Task objective ->
Every entry below is to be copied word for word, with its pictures removed.

Records supplied ->
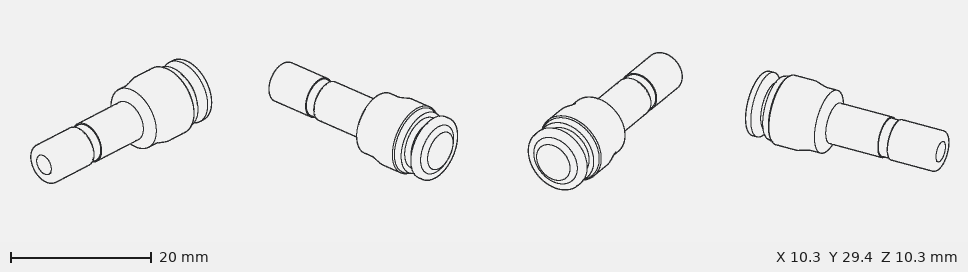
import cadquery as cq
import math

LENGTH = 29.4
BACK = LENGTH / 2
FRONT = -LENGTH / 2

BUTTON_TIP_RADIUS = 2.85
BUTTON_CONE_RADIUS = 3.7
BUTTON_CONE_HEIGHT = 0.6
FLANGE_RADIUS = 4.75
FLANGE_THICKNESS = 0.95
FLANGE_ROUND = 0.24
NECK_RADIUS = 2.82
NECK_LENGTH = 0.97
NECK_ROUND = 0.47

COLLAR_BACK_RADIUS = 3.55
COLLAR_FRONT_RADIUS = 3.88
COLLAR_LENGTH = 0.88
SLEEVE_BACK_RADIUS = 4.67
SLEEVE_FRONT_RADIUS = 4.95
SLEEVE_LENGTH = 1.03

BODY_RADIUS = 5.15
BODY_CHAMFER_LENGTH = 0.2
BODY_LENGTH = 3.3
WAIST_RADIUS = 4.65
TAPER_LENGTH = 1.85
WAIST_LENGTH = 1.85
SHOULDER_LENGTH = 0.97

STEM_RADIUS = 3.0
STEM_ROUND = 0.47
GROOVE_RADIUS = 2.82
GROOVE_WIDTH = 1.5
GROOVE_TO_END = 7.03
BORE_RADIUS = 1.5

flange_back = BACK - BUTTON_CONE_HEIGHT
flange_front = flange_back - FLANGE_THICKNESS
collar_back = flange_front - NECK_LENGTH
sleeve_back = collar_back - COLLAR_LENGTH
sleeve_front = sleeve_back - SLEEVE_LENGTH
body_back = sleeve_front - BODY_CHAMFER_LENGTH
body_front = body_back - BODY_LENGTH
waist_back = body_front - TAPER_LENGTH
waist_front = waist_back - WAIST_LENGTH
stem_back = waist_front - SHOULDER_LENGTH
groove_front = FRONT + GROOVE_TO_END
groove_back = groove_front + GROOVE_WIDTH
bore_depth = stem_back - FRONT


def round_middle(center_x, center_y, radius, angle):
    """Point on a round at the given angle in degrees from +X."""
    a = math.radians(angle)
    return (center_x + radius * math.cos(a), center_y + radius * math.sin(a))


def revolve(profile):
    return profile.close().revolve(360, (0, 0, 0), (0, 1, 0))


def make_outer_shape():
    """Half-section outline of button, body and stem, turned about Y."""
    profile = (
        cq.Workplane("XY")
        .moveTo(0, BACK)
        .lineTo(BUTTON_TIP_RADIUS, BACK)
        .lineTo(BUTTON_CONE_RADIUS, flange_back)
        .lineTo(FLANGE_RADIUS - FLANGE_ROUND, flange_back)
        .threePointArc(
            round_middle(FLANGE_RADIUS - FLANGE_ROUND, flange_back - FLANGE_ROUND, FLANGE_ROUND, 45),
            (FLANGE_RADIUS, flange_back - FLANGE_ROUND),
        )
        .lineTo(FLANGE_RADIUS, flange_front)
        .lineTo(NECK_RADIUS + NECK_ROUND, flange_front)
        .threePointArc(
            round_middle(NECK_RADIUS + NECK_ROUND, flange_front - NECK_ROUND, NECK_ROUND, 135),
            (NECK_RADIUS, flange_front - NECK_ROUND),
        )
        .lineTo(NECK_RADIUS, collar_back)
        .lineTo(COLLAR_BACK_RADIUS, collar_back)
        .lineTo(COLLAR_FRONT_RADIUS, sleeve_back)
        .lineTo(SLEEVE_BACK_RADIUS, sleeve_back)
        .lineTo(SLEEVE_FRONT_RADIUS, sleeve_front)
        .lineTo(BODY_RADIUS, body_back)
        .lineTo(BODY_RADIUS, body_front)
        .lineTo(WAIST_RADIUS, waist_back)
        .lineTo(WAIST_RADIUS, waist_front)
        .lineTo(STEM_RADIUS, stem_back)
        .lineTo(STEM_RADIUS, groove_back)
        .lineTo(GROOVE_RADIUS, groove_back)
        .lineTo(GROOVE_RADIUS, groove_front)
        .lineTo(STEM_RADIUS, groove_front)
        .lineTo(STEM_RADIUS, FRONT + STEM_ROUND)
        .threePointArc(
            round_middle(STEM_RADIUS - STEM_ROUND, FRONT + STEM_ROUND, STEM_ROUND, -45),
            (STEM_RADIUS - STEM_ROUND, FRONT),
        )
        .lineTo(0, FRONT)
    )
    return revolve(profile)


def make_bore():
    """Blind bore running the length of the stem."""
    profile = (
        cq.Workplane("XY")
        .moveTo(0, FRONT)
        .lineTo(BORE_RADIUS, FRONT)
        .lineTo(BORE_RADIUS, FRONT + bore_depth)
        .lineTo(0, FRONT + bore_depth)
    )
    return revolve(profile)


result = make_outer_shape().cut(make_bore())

Answer space ->
import cadquery as cq
import math

LENGTH = 29.4
BACK = LENGTH / 2
FRONT = -LENGTH / 2

BUTTON_TIP_RADIUS = 2.85
BUTTON_CONE_RADIUS = 3.7
BUTTON_CONE_HEIGHT = 0.6
FLANGE_RADIUS = 4.75
FLANGE_THICKNESS = 0.95
FLANGE_ROUND = 0.24
NECK_RADIUS = 2.82
NECK_LENGTH = 0.97
NECK_ROUND = 0.47

COLLAR_BACK_RADIUS = 3.55
COLLAR_FRONT_RADIUS = 3.88
COLLAR_LENGTH = 0.88
SLEEVE_BACK_RADIUS = 4.67
SLEEVE_FRONT_RADIUS = 4.95
SLEEVE_LENGTH = 1.03

BODY_RADIUS = 5.15
BODY_CHAMFER_LENGTH = 0.2
BODY_LENGTH = 3.3
WAIST_RADIUS = 4.65
TAPER_LENGTH = 1.85
WAIST_LENGTH = 1.85
SHOULDER_LENGTH = 0.97

STEM_RADIUS = 3.0
STEM_ROUND = 0.47
GROOVE_RADIUS = 2.82
GROOVE_WIDTH = 1.5
GROOVE_TO_END = 7.03
BORE_RADIUS = 1.5

flange_back = BACK - BUTTON_CONE_HEIGHT
flange_front = flange_back - FLANGE_THICKNESS
collar_back = flange_front - NECK_LENGTH
sleeve_back = collar_back - COLLAR_LENGTH
sleeve_front = sleeve_back - SLEEVE_LENGTH
body_back = sleeve_front - BODY_CHAMFER_LENGTH
body_front = body_back - BODY_LENGTH
waist_back = body_front - TAPER_LENGTH
waist_front = waist_back - WAIST_LENGTH
stem_back = waist_front - SHOULDER_LENGTH
groove_front = FRONT + GROOVE_TO_END
groove_back = groove_front + GROOVE_WIDTH
bore_depth = stem_back - FRONT


def round_middle(center_x, center_y, radius, angle):
    """Point on a round at the given angle in degrees from +X."""
    a = math.radians(angle)
    return (center_x + radius * math.cos(a), center_y + radius * math.sin(a))


def revolve(profile):
    return profile.close().revolve(360, (0, 0, 0), (0, 1, 0))


def make_outer_shape():
    """Half-section outline of button, body and stem, turned about Y."""
    profile = (
        cq.Workplane("XY")
        .moveTo(0, BACK)
        .lineTo(BUTTON_TIP_RADIUS, BACK)
        .lineTo(BUTTON_CONE_RADIUS, flange_back)
        .lineTo(FLANGE_RADIUS - FLANGE_ROUND, flange_back)
        .threePointArc(
            round_middle(FLANGE_RADIUS - FLANGE_ROUND, flange_back - FLANGE_ROUND, FLANGE_ROUND, 45),
            (FLANGE_RADIUS, flange_back - FLANGE_ROUND),
        )
        .lineTo(FLANGE_RADIUS, flange_front)
        .lineTo(NECK_RADIUS + NECK_ROUND, flange_front)
        .threePointArc(
            round_middle(NECK_RADIUS + NECK_ROUND, flange_front - NECK_ROUND, NECK_ROUND, 135),
            (NECK_RADIUS, flange_front - NECK_ROUND),
        )
        .lineTo(NECK_RADIUS, collar_back)
        .lineTo(COLLAR_BACK_RADIUS, collar_back)
        .lineTo(COLLAR_FRONT_RADIUS, sleeve_back)
        .lineTo(SLEEVE_BACK_RADIUS, sleeve_back)
        .lineTo(SLEEVE_FRONT_RADIUS, sleeve_front)
        .lineTo(BODY_RADIUS, body_back)
        .lineTo(BODY_RADIUS, body_front)
        .lineTo(WAIST_RADIUS, waist_back)
        .lineTo(WAIST_RADIUS, waist_front)
        .lineTo(STEM_RADIUS, stem_back)
        .lineTo(STEM_RADIUS, groove_back)
        .lineTo(GROOVE_RADIUS, groove_back)
        .lineTo(GROOVE_RADIUS, groove_front)
        .lineTo(STEM_RADIUS, groove_front)
        .lineTo(STEM_RADIUS, FRONT + STEM_ROUND)
        .threePointArc(
            round_middle(STEM_RADIUS - STEM_ROUND, FRONT + STEM_ROUND, STEM_ROUND, -45),
            (STEM_RADIUS - STEM_ROUND, FRONT),
        )
        .lineTo(0, FRONT)
    )
    return revolve(profile)


def make_bore():
    """Blind bore running the length of the stem."""
    profile = (
        cq.Workplane("XY")
        .moveTo(0, FRONT)
        .lineTo(BORE_RADIUS, FRONT)
        .lineTo(BORE_RADIUS, FRONT + bore_depth)
        .lineTo(0, FRONT + bore_depth)
    )
    return revolve(profile)


result = make_outer_shape().cut(make_bore())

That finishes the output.